Because of his seemingly unique memory impairment and an exact knowledge of which brain areas were missing, he has become a regular in neuroscience research that has aimed to understand what his impairment tells us about how normal memory is supported by the brain.
One of the greatest of America’s singers has died. Odetta had a strong, clear, pure voice, and she sang with both skill and feeling. At 77, she was still touring–and singing from a wheelchair.
Good night, sweet Queen. May flights of angels sing thee to thy rest.

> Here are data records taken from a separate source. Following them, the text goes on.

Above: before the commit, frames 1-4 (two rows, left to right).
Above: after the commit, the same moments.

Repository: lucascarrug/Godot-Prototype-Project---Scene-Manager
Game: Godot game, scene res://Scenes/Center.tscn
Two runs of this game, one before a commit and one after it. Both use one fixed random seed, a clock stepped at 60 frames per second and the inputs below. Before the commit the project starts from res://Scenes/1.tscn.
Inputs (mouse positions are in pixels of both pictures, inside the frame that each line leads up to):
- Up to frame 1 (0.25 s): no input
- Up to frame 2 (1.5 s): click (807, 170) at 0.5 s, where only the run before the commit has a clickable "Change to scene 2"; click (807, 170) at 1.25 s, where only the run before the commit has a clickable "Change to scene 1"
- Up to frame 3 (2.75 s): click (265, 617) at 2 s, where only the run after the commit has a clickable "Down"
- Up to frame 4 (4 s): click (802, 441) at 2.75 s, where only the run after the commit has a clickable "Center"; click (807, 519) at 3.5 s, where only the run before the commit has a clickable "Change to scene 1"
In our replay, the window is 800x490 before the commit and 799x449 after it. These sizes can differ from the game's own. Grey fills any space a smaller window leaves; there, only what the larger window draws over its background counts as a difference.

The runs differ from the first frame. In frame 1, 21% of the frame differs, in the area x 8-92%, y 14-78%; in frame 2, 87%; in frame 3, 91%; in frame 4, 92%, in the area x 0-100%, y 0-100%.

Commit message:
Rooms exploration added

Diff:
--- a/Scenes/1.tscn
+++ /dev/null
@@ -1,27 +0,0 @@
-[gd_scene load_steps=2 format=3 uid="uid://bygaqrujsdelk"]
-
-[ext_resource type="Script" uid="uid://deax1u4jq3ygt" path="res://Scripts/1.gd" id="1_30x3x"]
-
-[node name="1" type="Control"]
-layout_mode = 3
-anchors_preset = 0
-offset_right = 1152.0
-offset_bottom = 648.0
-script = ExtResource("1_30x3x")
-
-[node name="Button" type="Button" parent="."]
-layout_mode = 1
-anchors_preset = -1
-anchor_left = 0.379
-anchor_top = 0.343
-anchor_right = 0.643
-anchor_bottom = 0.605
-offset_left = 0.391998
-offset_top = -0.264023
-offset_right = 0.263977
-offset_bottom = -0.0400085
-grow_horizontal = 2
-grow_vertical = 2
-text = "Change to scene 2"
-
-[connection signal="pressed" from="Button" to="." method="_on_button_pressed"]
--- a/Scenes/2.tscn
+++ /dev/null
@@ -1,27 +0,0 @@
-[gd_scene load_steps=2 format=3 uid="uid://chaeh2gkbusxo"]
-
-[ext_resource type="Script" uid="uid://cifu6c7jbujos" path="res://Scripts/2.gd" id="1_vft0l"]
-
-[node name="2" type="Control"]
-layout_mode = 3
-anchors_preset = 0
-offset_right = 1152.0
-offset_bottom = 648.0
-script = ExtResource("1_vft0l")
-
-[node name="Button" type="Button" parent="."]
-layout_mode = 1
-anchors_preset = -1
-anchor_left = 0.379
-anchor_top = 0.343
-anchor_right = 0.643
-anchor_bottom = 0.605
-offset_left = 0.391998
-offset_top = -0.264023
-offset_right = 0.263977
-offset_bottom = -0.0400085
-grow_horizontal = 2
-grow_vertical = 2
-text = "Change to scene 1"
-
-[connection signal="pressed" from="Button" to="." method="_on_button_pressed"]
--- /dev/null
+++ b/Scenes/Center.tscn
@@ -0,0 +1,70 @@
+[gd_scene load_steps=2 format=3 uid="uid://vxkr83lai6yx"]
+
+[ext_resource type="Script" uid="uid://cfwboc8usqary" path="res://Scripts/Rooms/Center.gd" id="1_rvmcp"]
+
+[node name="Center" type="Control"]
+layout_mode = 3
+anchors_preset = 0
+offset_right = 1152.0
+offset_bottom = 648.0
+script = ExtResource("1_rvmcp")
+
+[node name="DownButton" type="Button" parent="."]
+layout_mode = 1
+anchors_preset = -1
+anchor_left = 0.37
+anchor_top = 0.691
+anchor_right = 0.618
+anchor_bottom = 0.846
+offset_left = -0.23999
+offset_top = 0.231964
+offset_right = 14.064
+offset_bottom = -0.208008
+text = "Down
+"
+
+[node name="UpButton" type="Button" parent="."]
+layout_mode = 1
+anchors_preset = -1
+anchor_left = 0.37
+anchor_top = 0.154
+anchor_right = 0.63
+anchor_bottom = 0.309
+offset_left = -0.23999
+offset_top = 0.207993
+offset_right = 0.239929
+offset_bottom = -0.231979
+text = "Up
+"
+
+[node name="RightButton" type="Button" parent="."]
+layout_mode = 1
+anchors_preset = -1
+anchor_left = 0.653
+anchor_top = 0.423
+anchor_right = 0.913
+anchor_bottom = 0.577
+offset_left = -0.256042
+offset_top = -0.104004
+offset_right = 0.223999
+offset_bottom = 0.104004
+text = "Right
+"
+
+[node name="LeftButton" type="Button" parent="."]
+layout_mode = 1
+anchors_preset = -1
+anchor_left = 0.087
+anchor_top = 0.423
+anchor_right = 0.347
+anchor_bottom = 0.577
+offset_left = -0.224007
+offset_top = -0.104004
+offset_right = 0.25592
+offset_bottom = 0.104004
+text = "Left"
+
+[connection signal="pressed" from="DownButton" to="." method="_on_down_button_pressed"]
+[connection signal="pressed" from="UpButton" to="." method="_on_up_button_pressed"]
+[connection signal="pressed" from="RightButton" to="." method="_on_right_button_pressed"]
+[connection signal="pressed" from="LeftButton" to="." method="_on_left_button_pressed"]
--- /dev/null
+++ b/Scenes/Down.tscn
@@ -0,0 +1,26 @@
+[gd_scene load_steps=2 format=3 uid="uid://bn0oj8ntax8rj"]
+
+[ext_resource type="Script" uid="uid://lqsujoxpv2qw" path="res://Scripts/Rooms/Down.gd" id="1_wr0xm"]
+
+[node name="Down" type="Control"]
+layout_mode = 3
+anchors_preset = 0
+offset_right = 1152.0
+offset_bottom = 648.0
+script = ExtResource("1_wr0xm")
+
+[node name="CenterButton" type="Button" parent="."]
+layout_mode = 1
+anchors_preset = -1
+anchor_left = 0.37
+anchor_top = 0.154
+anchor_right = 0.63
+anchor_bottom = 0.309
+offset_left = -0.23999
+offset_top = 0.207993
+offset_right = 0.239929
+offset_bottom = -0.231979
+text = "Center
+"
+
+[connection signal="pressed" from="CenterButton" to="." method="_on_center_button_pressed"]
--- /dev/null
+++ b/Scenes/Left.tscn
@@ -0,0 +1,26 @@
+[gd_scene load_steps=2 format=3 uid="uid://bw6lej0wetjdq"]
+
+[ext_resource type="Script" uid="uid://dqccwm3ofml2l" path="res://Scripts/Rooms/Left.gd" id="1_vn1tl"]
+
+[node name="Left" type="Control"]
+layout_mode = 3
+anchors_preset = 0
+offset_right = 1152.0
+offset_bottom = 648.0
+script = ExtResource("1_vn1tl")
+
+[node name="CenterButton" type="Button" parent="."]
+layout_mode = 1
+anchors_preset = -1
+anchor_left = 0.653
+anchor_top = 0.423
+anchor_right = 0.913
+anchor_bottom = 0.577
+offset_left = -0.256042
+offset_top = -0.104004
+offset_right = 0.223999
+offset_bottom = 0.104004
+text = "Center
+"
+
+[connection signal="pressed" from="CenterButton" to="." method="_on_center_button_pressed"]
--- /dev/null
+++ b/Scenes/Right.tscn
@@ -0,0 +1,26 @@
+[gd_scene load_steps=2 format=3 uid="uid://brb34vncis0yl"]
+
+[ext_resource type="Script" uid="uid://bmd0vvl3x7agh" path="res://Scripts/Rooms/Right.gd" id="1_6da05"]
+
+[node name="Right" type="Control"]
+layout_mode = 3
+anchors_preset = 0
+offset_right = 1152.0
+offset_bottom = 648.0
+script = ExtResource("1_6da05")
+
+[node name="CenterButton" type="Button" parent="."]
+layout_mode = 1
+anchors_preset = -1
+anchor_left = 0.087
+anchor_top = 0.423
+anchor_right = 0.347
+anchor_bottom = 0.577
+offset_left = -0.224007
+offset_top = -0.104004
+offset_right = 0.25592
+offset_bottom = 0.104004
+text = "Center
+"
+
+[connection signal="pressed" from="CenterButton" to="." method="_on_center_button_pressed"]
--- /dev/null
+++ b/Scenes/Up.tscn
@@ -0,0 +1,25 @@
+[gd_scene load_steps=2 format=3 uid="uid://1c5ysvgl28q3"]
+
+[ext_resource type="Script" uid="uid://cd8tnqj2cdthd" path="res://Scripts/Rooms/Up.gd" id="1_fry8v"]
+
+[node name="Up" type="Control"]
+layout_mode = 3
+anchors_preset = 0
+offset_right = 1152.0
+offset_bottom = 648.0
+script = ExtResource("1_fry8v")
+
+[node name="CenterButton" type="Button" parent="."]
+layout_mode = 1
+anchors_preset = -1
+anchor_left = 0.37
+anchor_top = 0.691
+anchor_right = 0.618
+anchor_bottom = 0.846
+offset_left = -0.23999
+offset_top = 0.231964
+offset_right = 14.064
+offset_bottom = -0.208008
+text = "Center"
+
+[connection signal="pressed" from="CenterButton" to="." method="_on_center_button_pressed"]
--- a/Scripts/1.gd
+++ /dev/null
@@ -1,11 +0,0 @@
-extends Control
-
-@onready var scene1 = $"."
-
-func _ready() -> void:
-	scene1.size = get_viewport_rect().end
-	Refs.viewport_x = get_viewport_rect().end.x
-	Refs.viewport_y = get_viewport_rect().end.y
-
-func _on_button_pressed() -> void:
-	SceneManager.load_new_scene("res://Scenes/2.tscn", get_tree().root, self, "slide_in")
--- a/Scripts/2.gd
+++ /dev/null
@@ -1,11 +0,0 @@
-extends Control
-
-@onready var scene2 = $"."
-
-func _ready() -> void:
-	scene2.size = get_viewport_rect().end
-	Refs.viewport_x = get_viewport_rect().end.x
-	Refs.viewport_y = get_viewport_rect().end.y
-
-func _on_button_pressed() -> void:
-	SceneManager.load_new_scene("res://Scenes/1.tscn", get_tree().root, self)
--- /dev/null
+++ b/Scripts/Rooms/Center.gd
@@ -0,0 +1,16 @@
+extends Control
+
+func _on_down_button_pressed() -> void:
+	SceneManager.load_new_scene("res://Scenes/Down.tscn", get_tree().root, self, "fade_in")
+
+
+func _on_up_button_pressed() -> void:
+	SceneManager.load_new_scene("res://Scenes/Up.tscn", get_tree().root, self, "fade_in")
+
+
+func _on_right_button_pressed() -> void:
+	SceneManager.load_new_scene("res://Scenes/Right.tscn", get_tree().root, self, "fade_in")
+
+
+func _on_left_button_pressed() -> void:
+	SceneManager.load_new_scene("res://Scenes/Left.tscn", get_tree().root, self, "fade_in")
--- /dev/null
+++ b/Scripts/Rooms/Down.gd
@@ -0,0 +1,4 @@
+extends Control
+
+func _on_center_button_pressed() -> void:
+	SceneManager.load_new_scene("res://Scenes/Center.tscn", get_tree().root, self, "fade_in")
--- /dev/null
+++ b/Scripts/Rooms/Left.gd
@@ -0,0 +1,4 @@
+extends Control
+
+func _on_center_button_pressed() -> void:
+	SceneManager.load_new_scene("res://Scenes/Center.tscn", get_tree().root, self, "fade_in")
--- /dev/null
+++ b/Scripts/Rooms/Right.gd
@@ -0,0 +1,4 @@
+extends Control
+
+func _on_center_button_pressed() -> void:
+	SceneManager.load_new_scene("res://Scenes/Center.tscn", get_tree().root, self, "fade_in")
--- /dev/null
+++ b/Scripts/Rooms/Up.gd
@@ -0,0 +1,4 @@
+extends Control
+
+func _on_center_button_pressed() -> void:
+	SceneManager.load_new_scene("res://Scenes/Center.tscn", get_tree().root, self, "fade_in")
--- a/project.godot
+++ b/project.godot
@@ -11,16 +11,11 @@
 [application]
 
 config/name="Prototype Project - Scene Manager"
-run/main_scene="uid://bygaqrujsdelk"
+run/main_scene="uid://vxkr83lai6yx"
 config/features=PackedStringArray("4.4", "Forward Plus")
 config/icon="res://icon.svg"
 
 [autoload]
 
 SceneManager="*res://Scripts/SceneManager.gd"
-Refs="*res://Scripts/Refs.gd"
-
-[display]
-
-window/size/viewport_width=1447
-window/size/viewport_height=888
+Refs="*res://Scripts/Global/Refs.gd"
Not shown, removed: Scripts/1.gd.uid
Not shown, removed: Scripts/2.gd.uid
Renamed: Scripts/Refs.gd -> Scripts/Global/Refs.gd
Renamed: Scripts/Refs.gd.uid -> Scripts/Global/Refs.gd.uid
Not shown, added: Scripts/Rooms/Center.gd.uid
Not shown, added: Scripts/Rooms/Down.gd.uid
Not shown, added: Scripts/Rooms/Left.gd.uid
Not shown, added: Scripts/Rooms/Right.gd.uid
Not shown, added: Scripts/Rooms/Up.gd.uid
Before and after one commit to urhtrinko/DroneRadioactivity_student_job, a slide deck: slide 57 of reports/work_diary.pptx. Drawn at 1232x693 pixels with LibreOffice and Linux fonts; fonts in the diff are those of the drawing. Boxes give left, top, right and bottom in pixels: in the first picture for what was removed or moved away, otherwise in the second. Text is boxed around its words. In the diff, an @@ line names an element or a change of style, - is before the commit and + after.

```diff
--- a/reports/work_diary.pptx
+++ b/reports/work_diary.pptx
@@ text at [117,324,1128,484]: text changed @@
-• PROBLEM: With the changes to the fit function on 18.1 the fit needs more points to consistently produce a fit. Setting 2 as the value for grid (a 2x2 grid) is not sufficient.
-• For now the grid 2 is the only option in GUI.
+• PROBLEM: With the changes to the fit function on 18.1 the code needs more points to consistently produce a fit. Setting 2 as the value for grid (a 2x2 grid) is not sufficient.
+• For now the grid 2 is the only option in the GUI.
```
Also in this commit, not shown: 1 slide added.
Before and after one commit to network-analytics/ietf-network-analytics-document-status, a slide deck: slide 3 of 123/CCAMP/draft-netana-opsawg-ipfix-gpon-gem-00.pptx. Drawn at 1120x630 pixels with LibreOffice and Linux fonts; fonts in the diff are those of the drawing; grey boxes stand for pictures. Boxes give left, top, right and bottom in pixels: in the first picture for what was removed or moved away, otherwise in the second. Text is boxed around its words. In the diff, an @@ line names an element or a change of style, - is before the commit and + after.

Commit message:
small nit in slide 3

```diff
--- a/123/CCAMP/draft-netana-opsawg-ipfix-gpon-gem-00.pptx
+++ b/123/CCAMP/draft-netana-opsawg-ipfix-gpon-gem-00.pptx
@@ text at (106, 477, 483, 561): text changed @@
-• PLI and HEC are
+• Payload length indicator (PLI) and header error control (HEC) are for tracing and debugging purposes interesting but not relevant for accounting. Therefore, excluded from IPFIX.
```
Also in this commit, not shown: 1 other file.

some of her singing, courtesy YouTube
Evidence against:
Personals from Ayn Rand followers:
Lewis: I love intelligent, sassy girls, particularly those working in consulting or investment banking (but other fields are great too). Really, nothing is hotter than an accomplished girl in a suit, as long as she is willing to settle down and have my children. I want a girl who will support my ambitions against the naysayers in society.
Thanks to alanbostick for the link.
Evidence in favor:
An octopus/interior decorator:
Staff believe that the octopus called Otto had been annoyed by the bright light shining into his aquarium and had discovered he could extinguish it by climbing onto the rim of his tank and squirting a jet of water in its direction….
“Once we saw him juggling the hermit crabs in his tank, another time he threw stones against the glass damaging it. And from time to time he completely re-arranges his tank to make it suit his own taste better – much to the distress of his fellow tank inhabitants.”
That’s from mactavish, source of many amazing nature links.